Boosting Fine-grained Sketch-based Image Retrieval with Self-supervised Learning
Zhaolong Zhang (Fudan University); Yangdong Chen (Fudan University); Yuejie Zhang (Fudan University); Rui Feng (Fudan University); Tao Zhang (Shanghai University of Finance and Economics)
-
SPS
IEEE Members: $11.00
Non-members: $15.00
Fine-grained sketch-based image retrieval (FG-SBIR) aims at aligning images and sketches at the instance level. It is a challenging task as there are significant differences between sketch and image. Existing methods usually produce less desired performance due to the lack of large-scale fine-grained image-sketch datasets and the strong dependence on the classification models pretrained on ImageNet. In this paper, we propose a better self-supervised pre-trained FG-SBIR model which does not depend on large-scale annotated datasets.
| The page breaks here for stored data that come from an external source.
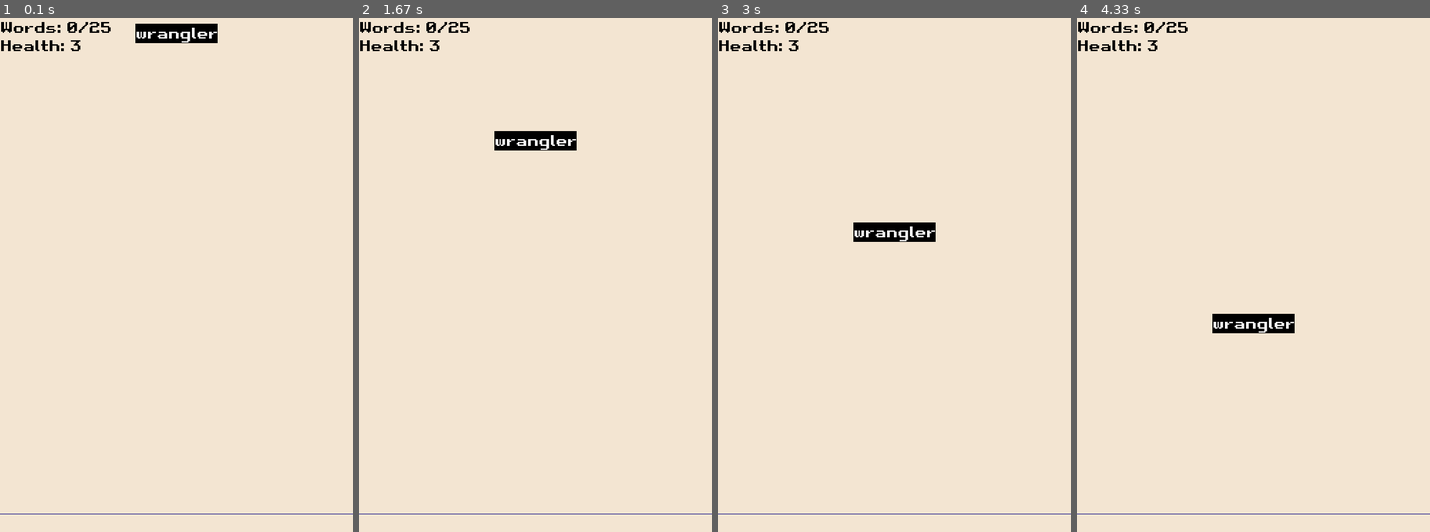
Above: before the commit, frames 1-4 (left to right).
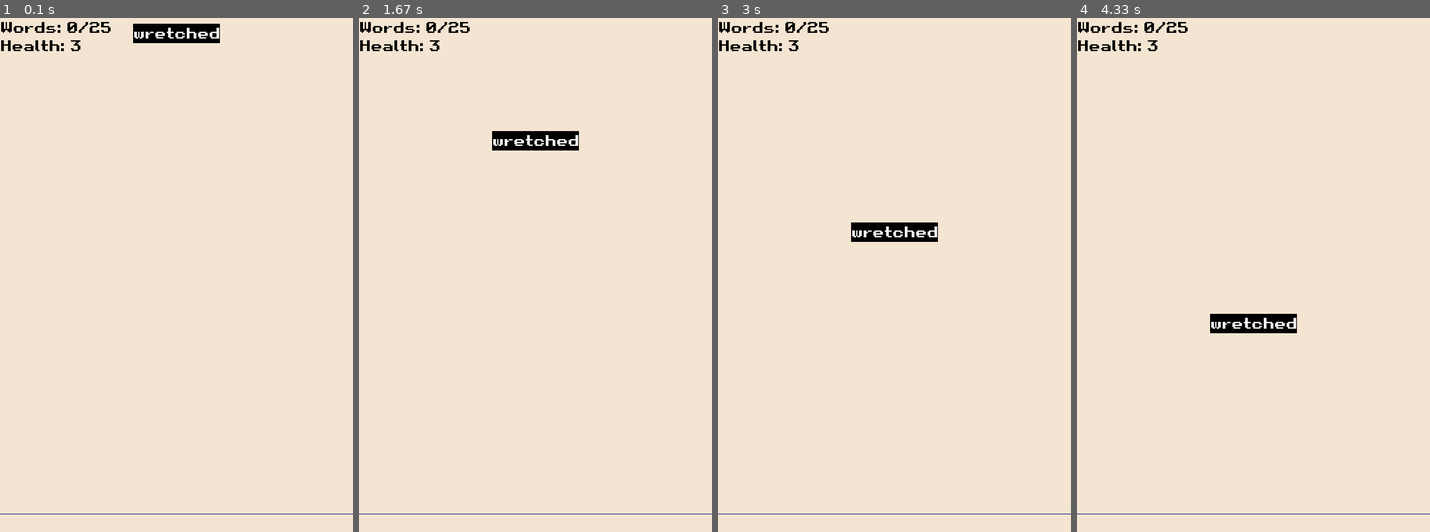
Above: after the commit, the same moments.

Repository: enymph/falling-words-pygame
Game: pygame game, started from game.py
The game is run twice, just before and just after one commit, with the same random seed, the same clock (stepped at 60 frames per second) and the same inputs.
Inputs:
- Up to frame 1 (0.1 s): no input
- Up to frame 2 (1.67 s): hold Right 0.33-0.8 s
- Up to frame 3 (3 s): no input
- Up to frame 4 (4.33 s): no input

The runs differ from the first frame. In frame 1, 0.2% of the frame differs, in the area x 37-63%, y 1-5%; in frame 2, 0.2%; in frame 3, 0.2%; in frame 4, 0.2%.

Commit message:
maximum limit (12)
Also added a maximum character limit for the random words.

Diff:
--- a/game.py
+++ b/game.py
@@ -11,20 +11,6 @@
 
 def game():
 
-    # musics = []
-
-    # for filename in os.scandir("Assets/musics"):
-    #     if filename.is_file():
-    #         musics.append(filename.path)
-
-    # print(musics)
-    # pygame.mixer.Sound(musics[randint(0, len(musics)-1)]).play()
-
-    # loop the musics
-    # while True:
-    #     for music in musics:
-    #         pygame.mixer.Sound(music).play()
-
     keyboard_sound = pygame.mixer.Sound('Assets/sounds/keyboard.wav')
     fail_sound = pygame.mixer.Sound('Assets/sounds/fail.wav')
     success_sound = pygame.mixer.Sound('Assets/sounds/success.wav')
@@ -47,7 +33,8 @@
     with open('assets/wordlist.txt', 'r') as f:
 
         words = f.readlines()
-        words = [word.strip() for word in words if len(word.strip()) > 5]
+        words = [word.strip() for word in words if len(
+            word.strip()) > 5 and len(word.strip()) < 12]
         # words = [word.strip() for word in words]
 
         while i != total_words:
@@ -204,7 +191,6 @@
         if random_word == user_input and event.type == pygame.KEYDOWN:
             if event.key == pygame.K_RETURN or event.key == pygame.K_KP_ENTER:
                 y = 0
-                # print("31")
                 user_input = ''
                 random_word = random_words[-total_words]
                 total_words -= 1
@@ -219,7 +205,6 @@
                 success_sound.play()
 
             if (total_words-HEALTH_LEFT) % 5 == 0 and total_words-HEALTH_LEFT < end:
-                # print(total_words-HEALTH_LEFT)
                 arrow = pygame.transform.scale(
                     arrow, (int(X/10), int(Y/10)))
                 speed = increase_speed(speed)
@@ -267,8 +252,6 @@
 musics = []
 
 
-# print(len(musics), "= len_musics")
-
 for filename in os.scandir("Assets/musics"):
     if filename.is_file():
         musics.append(filename.path)
@@ -286,10 +269,6 @@
     pygame.mixer.set_num_channels(2)
 
     voice = pygame.mixer.Channel(0)
-
-    # print(random_nums)
-    # print(i)
-    # print(musics)
 
     if not voice.get_busy():

Only images and their corresponding edge maps are used at the pre-training stage. Mixed modal transformation is designed to generate different mixed-up views. The FG-SBIR model is pre-trained by minimizing the distance between the views of the same instance and then fine-tuned by a simple triplet loss. With a plain downstream network, it achieves generally better performance than state-of-the-art models on three widely used FG-SBIR datasets.